✅この記事では、Samsungが発表した世界初の2nmモバイルSoCと、それがAppleにとって何を意味するのかを整理します。
- 要点まとめ:Samsungが2nmで何を発表したのか
- Exynosの弱点だった「発熱問題」への新アプローチ
- 一方Appleはどう動く?TSMC 2nmとの違い
- 注目したいポイント:Appleは「最初」を狙っていない
- Redditの反応まとめ:2nmは「数字の勝負」じゃない派が優勢
- ひとこと:2nm競争は“号砲”が鳴っただけ
- まとめ:世界初より「世界標準」を取るのは誰か
どうも、となりです。
ついに「2nm」という言葉が、研究やロードマップではなく実在する製品として出てきました。しかも先陣を切ったのはAppleではなくSamsung。これはちょっと気になりますよね。

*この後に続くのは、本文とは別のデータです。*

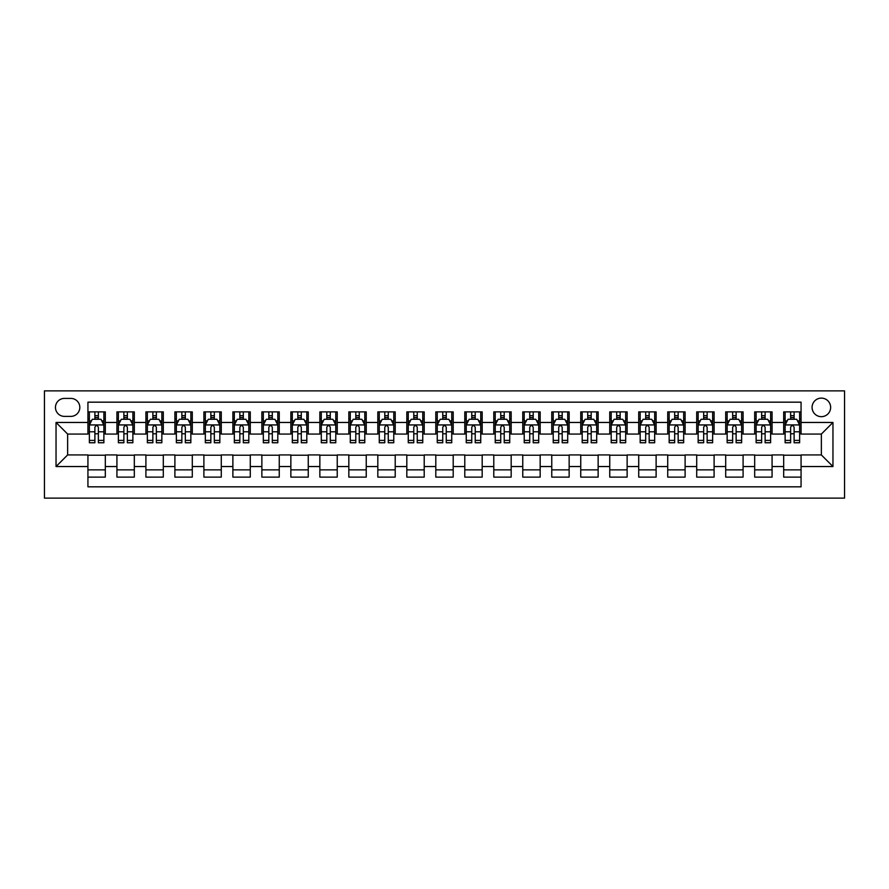<?xml version="1.0" encoding="UTF-8"?>
<svg xmlns="http://www.w3.org/2000/svg" width="889" height="889" viewBox="0 0 889 889"><rect width="100%" height="100%" fill="white"/><g stroke="black" fill="none" stroke-linecap="round" stroke-linejoin="round"><path stroke-width="1.33" d="M821.358 398.116A9.279 9.279 0 0 0 812.079 407.395A9.279 9.279 0 0 0 821.358 416.674A9.279 9.279 0 0 0 830.637 407.395A9.279 9.279 0 0 0 821.358 398.116M44.45 498.129L844.55 498.129L844.55 390.871L44.45 390.871L44.45 498.129M801.067 411.885L783.676 411.885L783.676 422.464L772.074 422.464L772.074 434.065L783.676 434.065L783.676 422.464M772.074 422.464L772.074 411.885L754.683 411.885L754.683 422.464L743.093 422.464L743.093 434.065L754.683 434.065L754.683 422.464M743.093 422.464L743.093 411.885L725.691 411.885L725.691 422.464L714.1 422.464L714.1 434.065L725.691 434.065L725.691 422.464M714.1 422.464L714.1 411.885L696.709 411.885L696.709 422.464L685.108 422.464L685.108 434.065L696.709 434.065L696.709 422.464M685.108 422.464L685.108 411.885L667.717 411.885L667.717 422.464L656.115 422.464L656.115 434.065L667.717 434.065L667.717 422.464M656.115 422.464L656.115 411.885L638.724 411.885L638.724 422.464L627.134 422.464L627.134 434.065L638.724 434.065L638.724 422.464M627.134 422.464L627.134 411.885L609.743 411.885L609.743 422.464L598.141 422.464L598.141 434.065L609.743 434.065L609.743 422.464M598.141 422.464L598.141 411.885L580.75 411.885L580.75 422.464L569.149 422.464L569.149 434.065L580.75 434.065L580.75 422.464M569.149 422.464L569.149 411.885L551.758 411.885L551.758 422.464L540.168 422.464L540.168 434.065L551.758 434.065L551.758 422.464M540.168 422.464L540.168 411.885L522.765 411.885L522.765 422.464L511.175 422.464L511.175 434.065L522.765 434.065L522.765 422.464M511.175 422.464L511.175 411.885L493.784 411.885L493.784 422.464L482.182 422.464L482.182 434.065L493.784 434.065L493.784 422.464M482.182 422.464L482.182 411.885L464.791 411.885L464.791 422.464L453.201 422.464L453.201 434.065L464.791 434.065L464.791 422.464M453.201 422.464L453.201 411.885L435.799 411.885L435.799 422.464L424.209 422.464L424.209 434.065L435.799 434.065L435.799 422.464M424.209 422.464L424.209 411.885L406.818 411.885L406.818 422.464L395.216 422.464L395.216 434.065L406.818 434.065L406.818 422.464M395.216 422.464L395.216 411.885L377.825 411.885L377.825 422.464L366.235 422.464L366.235 434.065L377.825 434.065L377.825 422.464M366.235 422.464L366.235 411.885L348.832 411.885L348.832 422.464L337.242 422.464L337.242 434.065L348.832 434.065L348.832 422.464M337.242 422.464L337.242 411.885L319.851 411.885L319.851 422.464L308.25 422.464L308.25 434.065L319.851 434.065L319.851 422.464M308.25 422.464L308.25 411.885L290.859 411.885L290.859 422.464L279.257 422.464L279.257 434.065L290.859 434.065L290.859 422.464M279.257 422.464L279.257 411.885L261.866 411.885L261.866 422.464L250.276 422.464L250.276 434.065L261.866 434.065L261.866 422.464M250.276 422.464L250.276 411.885L232.885 411.885L232.885 422.464L221.283 422.464L221.283 434.065L232.885 434.065L232.885 422.464M221.283 422.464L221.283 411.885L203.892 411.885L203.892 422.464L192.291 422.464L192.291 434.065L203.892 434.065L203.892 422.464M192.291 422.464L192.291 411.885L174.9 411.885L174.9 422.464L163.309 422.464L163.309 434.065L174.9 434.065L174.9 422.464M163.309 422.464L163.309 411.885L145.907 411.885L145.907 422.464L134.317 422.464L134.317 434.065L145.907 434.065L145.907 422.464M134.317 422.464L134.317 411.885L116.926 411.885L116.926 434.065L105.324 434.065L105.324 411.885L87.933 411.885M87.933 477.115L105.324 477.115L105.324 454.935L116.926 454.935L116.926 477.115L134.317 477.115L134.317 454.935L145.907 454.935L145.907 466.536L134.317 466.536M145.907 466.536L145.907 477.115L163.309 477.115L163.309 454.935L174.9 454.935L174.9 466.536L163.309 466.536M174.9 466.536L174.9 477.115L192.291 477.115L192.291 454.935L203.892 454.935L203.892 466.536L192.291 466.536M203.892 466.536L203.892 477.115L221.283 477.115L221.283 454.935L232.885 454.935L232.885 466.536L221.283 466.536M232.885 466.536L232.885 477.115L250.276 477.115L250.276 454.935L261.866 454.935L261.866 466.536L250.276 466.536M261.866 466.536L261.866 477.115L279.257 477.115L279.257 454.935L290.859 454.935L290.859 466.536L279.257 466.536M290.859 466.536L290.859 477.115L308.25 477.115L308.25 454.935L319.851 454.935L319.851 466.536L308.25 466.536M319.851 466.536L319.851 477.115L337.242 477.115L337.242 454.935L348.832 454.935L348.832 466.536L337.242 466.536M348.832 466.536L348.832 477.115L366.235 477.115L366.235 454.935L377.825 454.935L377.825 466.536L366.235 466.536M377.825 466.536L377.825 477.115L395.216 477.115L395.216 454.935L406.818 454.935L406.818 466.536L395.216 466.536M406.818 466.536L406.818 477.115L424.209 477.115L424.209 454.935L435.799 454.935L435.799 466.536L424.209 466.536M435.799 466.536L435.799 477.115L453.201 477.115L453.201 454.935L464.791 454.935L464.791 466.536L453.201 466.536M464.791 466.536L464.791 477.115L482.182 477.115L482.182 454.935L493.784 454.935L493.784 466.536L482.182 466.536M493.784 466.536L493.784 477.115L511.175 477.115L511.175 454.935L522.765 454.935L522.765 466.536L511.175 466.536M522.765 466.536L522.765 477.115L540.168 477.115L540.168 454.935L551.758 454.935L551.758 466.536L540.168 466.536M551.758 466.536L551.758 477.115L569.149 477.115L569.149 454.935L580.75 454.935L580.75 466.536L569.149 466.536M580.75 466.536L580.75 477.115L598.141 477.115L598.141 454.935L609.743 454.935L609.743 466.536L598.141 466.536M609.743 466.536L609.743 477.115L627.134 477.115L627.134 454.935L638.724 454.935L638.724 466.536L627.134 466.536M638.724 466.536L638.724 477.115L656.115 477.115L656.115 454.935L667.717 454.935L667.717 466.536L656.115 466.536M667.717 466.536L667.717 477.115L685.108 477.115L685.108 454.935L696.709 454.935L696.709 466.536L685.108 466.536M696.709 466.536L696.709 477.115L714.1 477.115L714.1 454.935L725.691 454.935L725.691 466.536L714.1 466.536M725.691 466.536L725.691 477.115L743.093 477.115L743.093 454.935L754.683 454.935L754.683 466.536L743.093 466.536M754.683 466.536L754.683 477.115L772.074 477.115L772.074 454.935L783.676 454.935L783.676 466.536L772.074 466.536M64.453 416.385L70.831 416.385A8.99 8.99 0 0 0 79.821 407.395A8.99 8.99 0 0 0 70.831 398.405L64.453 398.405A8.99 8.99 0 0 0 55.462 407.395A8.99 8.99 0 0 0 64.453 416.385M801.067 422.464L801.067 402.172L87.933 402.172L87.933 434.065L67.642 434.065L67.642 454.935L87.933 454.935L87.933 486.828L801.067 486.828L801.067 454.935L821.358 454.935L821.358 434.065L801.067 434.065L801.067 422.464L832.96 422.464L832.96 466.536L801.067 466.536M87.933 466.536L56.04 466.536L56.04 422.464L87.933 422.464M783.676 466.536L783.676 477.115L801.067 477.115M87.933 419.13L89.378 419.13M94.89 419.13L98.368 419.13M103.88 419.13L105.324 419.13M87.933 433.776L89.378 433.776M94.89 433.776L98.368 433.776M103.88 433.776L105.324 433.776M87.933 455.224L105.324 455.224M87.933 469.87L105.324 469.87M116.926 433.776L118.37 433.776M123.882 433.776L127.36 433.776M132.872 433.776L134.317 433.776M116.926 419.13L118.37 419.13M123.882 419.13L127.36 419.13M132.872 419.13L134.317 419.13M116.926 455.224L134.317 455.224M116.926 469.87L134.317 469.87M145.907 455.224L163.309 455.224M145.907 469.87L163.309 469.87M145.907 419.13L147.363 419.13M152.875 419.13L156.353 419.13M161.854 419.13L163.309 419.13M145.907 433.776L147.363 433.776M152.875 433.776L156.353 433.776M161.854 433.776L163.309 433.776M174.9 455.224L192.291 455.224M174.9 469.87L192.291 469.87M174.9 419.13L176.355 419.13M181.856 419.13L185.334 419.13M190.846 419.13L192.291 419.13M174.9 433.776L176.355 433.776M181.856 433.776L185.334 433.776M190.846 433.776L192.291 433.776M203.892 455.224L221.283 455.224M203.892 469.87L221.283 469.87M203.892 419.13L205.337 419.13M210.849 419.13L214.327 419.13M219.839 419.13L221.283 419.13M203.892 433.776L205.337 433.776M210.849 433.776L214.327 433.776M219.839 433.776L221.283 433.776M232.885 455.224L250.276 455.224M232.885 469.87L250.276 469.87M232.885 419.13L234.329 419.13M239.841 419.13L243.319 419.13M248.82 419.13L250.276 419.13M232.885 433.776L234.329 433.776M239.841 433.776L243.319 433.776M248.82 433.776L250.276 433.776M261.866 455.224L279.257 455.224M261.866 469.87L279.257 469.87M261.866 419.13L263.322 419.13M268.822 419.13L272.301 419.13M277.812 419.13L279.257 419.13M261.866 433.776L263.322 433.776M268.822 433.776L272.301 433.776M277.812 433.776L279.257 433.776M290.859 455.224L308.25 455.224M290.859 469.87L308.25 469.87M290.859 419.13L292.303 419.13M297.815 419.13L301.293 419.13M306.805 419.13L308.25 419.13M290.859 433.776L292.303 433.776M297.815 433.776L301.293 433.776M306.805 433.776L308.25 433.776M319.851 455.224L337.242 455.224M319.851 469.87L337.242 469.87M319.851 419.13L321.296 419.13M326.808 419.13L330.286 419.13M335.786 419.13L337.242 419.13M319.851 433.776L321.296 433.776M326.808 433.776L330.286 433.776M335.786 433.776L337.242 433.776M348.832 455.224L366.235 455.224M348.832 469.87L366.235 469.87M348.832 419.13L350.288 419.13M355.789 419.13L359.267 419.13M364.779 419.13L366.235 419.13M348.832 433.776L350.288 433.776M355.789 433.776L359.267 433.776M364.779 433.776L366.235 433.776M377.825 455.224L395.216 455.224M377.825 469.87L395.216 469.87M377.825 419.13L379.27 419.13M384.781 419.13L388.26 419.13M393.771 419.13L395.216 419.13M377.825 433.776L379.27 433.776M384.781 433.776L388.26 433.776M393.771 433.776L395.216 433.776M406.818 455.224L424.209 455.224M406.818 469.87L424.209 469.87M406.818 419.13L408.262 419.13M413.774 419.13L417.252 419.13M422.753 419.13L424.209 419.13M406.818 433.776L408.262 433.776M413.774 433.776L417.252 433.776M422.753 433.776L424.209 433.776M435.799 455.224L453.201 455.224M435.799 469.87L453.201 469.87M435.799 419.13L437.255 419.13M442.755 419.13L446.245 419.13M451.745 419.13L453.201 419.13M435.799 433.776L437.255 433.776M442.755 433.776L446.245 433.776M451.745 433.776L453.201 433.776M464.791 455.224L482.182 455.224M464.791 469.87L482.182 469.87M464.791 419.13L466.247 419.13M471.748 419.13L475.226 419.13M480.738 419.13L482.182 419.13M464.791 433.776L466.247 433.776M471.748 433.776L475.226 433.776M480.738 433.776L482.182 433.776M493.784 455.224L511.175 455.224M493.784 469.87L511.175 469.87M493.784 419.13L495.229 419.13M500.74 419.13L504.219 419.13M509.73 419.13L511.175 419.13M493.784 433.776L495.229 433.776M500.74 433.776L504.219 433.776M509.73 433.776L511.175 433.776M522.765 455.224L540.168 455.224M522.765 469.87L540.168 469.87M522.765 419.13L524.221 419.13M529.733 419.13L533.211 419.13M538.712 419.13L540.168 419.13M522.765 433.776L524.221 433.776M529.733 433.776L533.211 433.776M538.712 433.776L540.168 433.776M551.758 455.224L569.149 455.224M551.758 469.87L569.149 469.87M551.758 419.13L553.214 419.13M558.714 419.13L562.192 419.13M567.704 419.13L569.149 419.13M551.758 433.776L553.214 433.776M558.714 433.776L562.192 433.776M567.704 433.776L569.149 433.776M580.75 455.224L598.141 455.224M580.75 469.87L598.141 469.87M580.75 419.13L582.195 419.13M587.707 419.13L591.185 419.13M596.697 419.13L598.141 419.13M580.75 433.776L582.195 433.776M587.707 433.776L591.185 433.776M596.697 433.776L598.141 433.776M609.743 455.224L627.134 455.224M609.743 469.87L627.134 469.87M609.743 419.13L611.188 419.13M616.699 419.13L620.178 419.13M625.678 419.13L627.134 419.13M609.743 433.776L611.188 433.776M616.699 433.776L620.178 433.776M625.678 433.776L627.134 433.776M638.724 455.224L656.115 455.224M638.724 469.87L656.115 469.87M638.724 419.13L640.18 419.13M645.681 419.13L649.159 419.13M654.671 419.13L656.115 419.13M638.724 433.776L640.18 433.776M645.681 433.776L649.159 433.776M654.671 433.776L656.115 433.776M667.717 455.224L685.108 455.224M667.717 469.87L685.108 469.87M667.717 419.13L669.161 419.13M674.673 419.13L678.151 419.13M683.663 419.13L685.108 419.13M667.717 433.776L669.161 433.776M674.673 433.776L678.151 433.776M683.663 433.776L685.108 433.776M696.709 455.224L714.1 455.224M696.709 469.87L714.1 469.87M696.709 419.13L698.154 419.13M703.666 419.13L707.144 419.13M712.645 419.13L714.1 419.13M696.709 433.776L698.154 433.776M703.666 433.776L707.144 433.776M712.645 433.776L714.1 433.776M725.691 455.224L743.093 455.224M725.691 469.87L743.093 469.87M725.691 419.13L727.146 419.13M732.647 419.13L736.125 419.13M741.637 419.13L743.093 419.13M725.691 433.776L727.146 433.776M732.647 433.776L736.125 433.776M741.637 433.776L743.093 433.776M754.683 455.224L772.074 455.224M754.683 469.87L772.074 469.87M754.683 419.13L756.128 419.13M761.64 419.13L765.118 419.13M770.63 419.13L772.074 419.13M754.683 433.776L756.128 433.776M761.64 433.776L765.118 433.776M770.63 433.776L772.074 433.776M783.676 455.224L801.067 455.224M783.676 469.87L801.067 469.87M783.676 419.13L785.12 419.13M790.632 419.13L794.11 419.13M799.622 419.13L801.067 419.13M783.676 433.776L785.12 433.776M790.632 433.776L794.11 433.776M799.622 433.776L801.067 433.776M67.642 434.065L56.04 422.464M67.642 454.935L56.04 466.536M832.96 422.464L821.358 434.065M832.96 466.536L821.358 454.935M98.368 415.652L94.89 415.652M103.88 440.399L98.368 440.399L98.368 442.755L103.88 442.755L103.88 425.075L100.979 419.275L92.278 419.275L89.378 425.075L89.378 442.755L94.89 442.755L94.89 440.399L89.378 440.399M89.378 425.075L89.378 411.885M103.88 425.075L103.88 411.885M94.89 419.275L94.89 411.885M98.368 411.885L98.368 419.275M98.368 440.399L98.368 427.253C97.212 425.02 96.056 425.02 94.89 427.253L94.89 440.399M127.36 411.885L127.36 419.275L127.36 415.652L123.882 415.652M132.872 440.399L127.36 440.399L127.36 442.755L132.872 442.755L132.872 425.075L129.972 419.275L121.271 419.275L118.37 425.075L118.37 431.798L118.37 411.885M118.37 437.032L118.37 438.988M118.37 420.93L118.37 415.652M118.37 440.399L118.37 442.755L123.882 442.755L123.882 440.399L118.37 440.399L118.37 431.798L123.882 431.798L123.882 437.032M132.872 420.93L132.872 415.652M127.36 440.399L127.36 431.798L132.872 431.798L132.872 411.885M123.882 419.275L123.882 411.885M127.36 437.032L127.36 438.988M127.36 427.253L127.36 431.798L127.36 427.253C126.205 425.02 125.038 425.02 123.882 427.253L123.882 440.399M156.353 411.885L156.353 419.275L156.353 415.652L152.875 415.652M161.854 440.399L156.353 440.399L156.353 442.755L161.854 442.755L161.854 425.075L158.953 419.275L150.263 419.275L147.363 425.075L147.363 431.798L147.363 411.885M147.363 437.032L147.363 438.988M147.363 420.93L147.363 415.652M147.363 440.399L147.363 442.755L152.875 442.755L152.875 440.399L147.363 440.399L147.363 431.798L152.875 431.798L152.875 437.032M161.854 420.93L161.854 415.652M156.353 440.399L156.353 431.798L161.854 431.798L161.854 411.885M152.875 419.275L152.875 411.885M156.353 437.032L156.353 438.988M156.353 427.253L156.353 431.798L156.353 427.253C155.186 425.02 154.03 425.02 152.875 427.253L152.875 440.399M185.334 411.885L185.334 419.275L185.334 415.652L181.856 415.652M190.846 440.399L185.334 440.399L185.334 442.755L190.846 442.755L190.846 425.075L187.946 419.275L179.245 419.275L176.355 425.075L176.355 431.798L176.355 411.885M176.355 437.032L176.355 438.988M176.355 420.93L176.355 415.652M176.355 440.399L176.355 442.755L181.856 442.755L181.856 440.399L176.355 440.399L176.355 431.798L181.856 431.798L181.856 437.032M190.846 420.93L190.846 415.652M185.334 440.399L185.334 431.798L190.846 431.798L190.846 411.885M181.856 419.275L181.856 411.885M185.334 437.032L185.334 438.988M185.334 427.253L185.334 431.798L185.334 427.253C184.179 425.02 183.023 425.02 181.856 427.253L181.856 440.399M214.327 411.885L214.327 419.275L214.327 415.652L210.849 415.652M219.839 440.399L214.327 440.399L214.327 442.755L219.839 442.755L219.839 425.075L216.938 419.275L208.237 419.275L205.337 425.075L205.337 431.798L205.337 411.885M205.337 437.032L205.337 438.988M205.337 420.93L205.337 415.652M205.337 440.399L205.337 442.755L210.849 442.755L210.849 440.399L205.337 440.399L205.337 431.798L210.849 431.798L210.849 437.032M219.839 420.93L219.839 415.652M214.327 440.399L214.327 431.798L219.839 431.798L219.839 411.885M210.849 419.275L210.849 411.885M214.327 437.032L214.327 438.988M214.327 427.253L214.327 431.798L214.327 427.253C213.171 425.02 212.004 425.02 210.849 427.253L210.849 440.399M243.319 411.885L243.319 419.275L243.319 415.652L239.841 415.652M248.82 440.399L243.319 440.399L243.319 442.755L248.82 442.755L248.82 425.075L245.92 419.275L237.23 419.275L234.329 425.075L234.329 431.798L234.329 411.885M234.329 437.032L234.329 438.988M234.329 420.93L234.329 415.652M234.329 440.399L234.329 442.755L239.841 442.755L239.841 440.399L234.329 440.399L234.329 431.798L239.841 431.798L239.841 437.032M248.82 420.93L248.82 415.652M243.319 440.399L243.319 431.798L248.82 431.798L248.82 411.885M239.841 419.275L239.841 411.885M243.319 437.032L243.319 438.988M243.319 427.253L243.319 431.798L243.319 427.253C242.152 425.02 240.997 425.02 239.841 427.253L239.841 440.399M272.301 411.885L272.301 419.275L272.301 415.652L268.822 415.652M277.812 440.399L272.301 440.399L272.301 442.755L277.812 442.755L277.812 425.075L274.912 419.275L266.222 419.275L263.322 425.075L263.322 431.798L263.322 411.885M263.322 437.032L263.322 438.988M263.322 420.93L263.322 415.652M263.322 440.399L263.322 442.755L268.822 442.755L268.822 440.399L263.322 440.399L263.322 431.798L268.822 431.798L268.822 437.032M277.812 420.93L277.812 415.652M272.301 440.399L272.301 431.798L277.812 431.798L277.812 411.885M268.822 419.275L268.822 411.885M272.301 437.032L272.301 438.988M272.301 427.253L272.301 431.798L272.301 427.253C271.145 425.02 269.989 425.02 268.822 427.253L268.822 440.399M301.293 411.885L301.293 419.275L301.293 415.652L297.815 415.652M306.805 440.399L301.293 440.399L301.293 442.755L306.805 442.755L306.805 425.075L303.905 419.275L295.204 419.275L292.303 425.075L292.303 431.798L292.303 411.885M292.303 437.032L292.303 438.988M292.303 420.93L292.303 415.652M292.303 440.399L292.303 442.755L297.815 442.755L297.815 440.399L292.303 440.399L292.303 431.798L297.815 431.798L297.815 437.032M306.805 420.93L306.805 415.652M301.293 440.399L301.293 431.798L306.805 431.798L306.805 411.885M297.815 419.275L297.815 411.885M301.293 437.032L301.293 438.988M301.293 427.253L301.293 431.798L301.293 427.253C300.138 425.02 298.971 425.02 297.815 427.253L297.815 440.399M330.286 411.885L330.286 419.275L330.286 415.652L326.808 415.652M335.786 440.399L330.286 440.399L330.286 442.755L335.786 442.755L335.786 425.075L332.897 419.275L324.196 419.275L321.296 425.075L321.296 431.798L321.296 411.885M321.296 437.032L321.296 438.988M321.296 420.93L321.296 415.652M321.296 440.399L321.296 442.755L326.808 442.755L326.808 440.399L321.296 440.399L321.296 431.798L326.808 431.798L326.808 437.032M335.786 420.93L335.786 415.652M330.286 440.399L330.286 431.798L335.786 431.798L335.786 411.885M326.808 419.275L326.808 411.885M330.286 437.032L330.286 438.988M330.286 427.253L330.286 431.798L330.286 427.253C329.13 425.02 327.963 425.02 326.808 427.253L326.808 440.399M359.267 411.885L359.267 419.275L359.267 415.652L355.789 415.652M364.779 440.399L359.267 440.399L359.267 442.755L364.779 442.755L364.779 425.075L361.879 419.275L353.189 419.275L350.288 425.075L350.288 431.798L350.288 411.885M350.288 437.032L350.288 438.988M350.288 420.93L350.288 415.652M350.288 440.399L350.288 442.755L355.789 442.755L355.789 440.399L350.288 440.399L350.288 431.798L355.789 431.798L355.789 437.032M364.779 420.93L364.779 415.652M359.267 440.399L359.267 431.798L364.779 431.798L364.779 411.885M355.789 419.275L355.789 411.885M359.267 437.032L359.267 438.988M359.267 427.253L359.267 431.798L359.267 427.253C358.111 425.02 356.956 425.02 355.789 427.253L355.789 440.399M388.26 411.885L388.26 419.275L388.26 415.652L384.781 415.652M393.771 440.399L388.26 440.399L388.26 442.755L393.771 442.755L393.771 425.075L390.871 419.275L382.17 419.275L379.27 425.075L379.27 431.798L379.27 411.885M379.27 437.032L379.27 438.988M379.27 420.93L379.27 415.652M379.27 440.399L379.27 442.755L384.781 442.755L384.781 440.399L379.27 440.399L379.27 431.798L384.781 431.798L384.781 437.032M393.771 420.93L393.771 415.652M388.26 440.399L388.26 431.798L393.771 431.798L393.771 411.885M384.781 419.275L384.781 411.885M388.26 437.032L388.26 438.988M388.26 427.253L388.26 431.798L388.26 427.253C387.104 425.02 385.948 425.02 384.781 427.253L384.781 440.399M417.252 411.885L417.252 419.275L417.252 415.652L413.774 415.652M422.753 440.399L417.252 440.399L417.252 442.755L422.753 442.755L422.753 425.075L419.864 419.275L411.163 419.275L408.262 425.075L408.262 431.798L408.262 411.885M408.262 437.032L408.262 438.988M408.262 420.93L408.262 415.652M408.262 440.399L408.262 442.755L413.774 442.755L413.774 440.399L408.262 440.399L408.262 431.798L413.774 431.798L413.774 437.032M422.753 420.93L422.753 415.652M417.252 440.399L417.252 431.798L422.753 431.798L422.753 411.885M413.774 419.275L413.774 411.885M417.252 437.032L417.252 438.988M417.252 427.253L417.252 431.798L417.252 427.253C416.096 425.02 414.93 425.02 413.774 427.253L413.774 440.399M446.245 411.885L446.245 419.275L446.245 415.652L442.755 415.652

ただ、このニュースは単純な「先を越された話」では終わりません。半導体の世界では、どこが最初かよりもどう量産し、どう使い切るかのほうがはるかに重要だからです。
要点まとめ:Samsungが2nmで何を発表したのか
- Samsungが世界初の2nmモバイルSoC「Exynos 2600」を正式発表
- 製造プロセスはSamsungのGAA(Gate-All-Around)2nm
- 10コア構成のARMベースCPUを採用
- CPU性能は最大39%向上、NPU性能は113%向上と主張
- GPUは最新のXclipse世代で、レイトレーシング性能が最大50%向上
MacRumorsによると、このExynos 2600はGalaxy S26シリーズ向けのフラッグシップSoCとして投入される見込みです。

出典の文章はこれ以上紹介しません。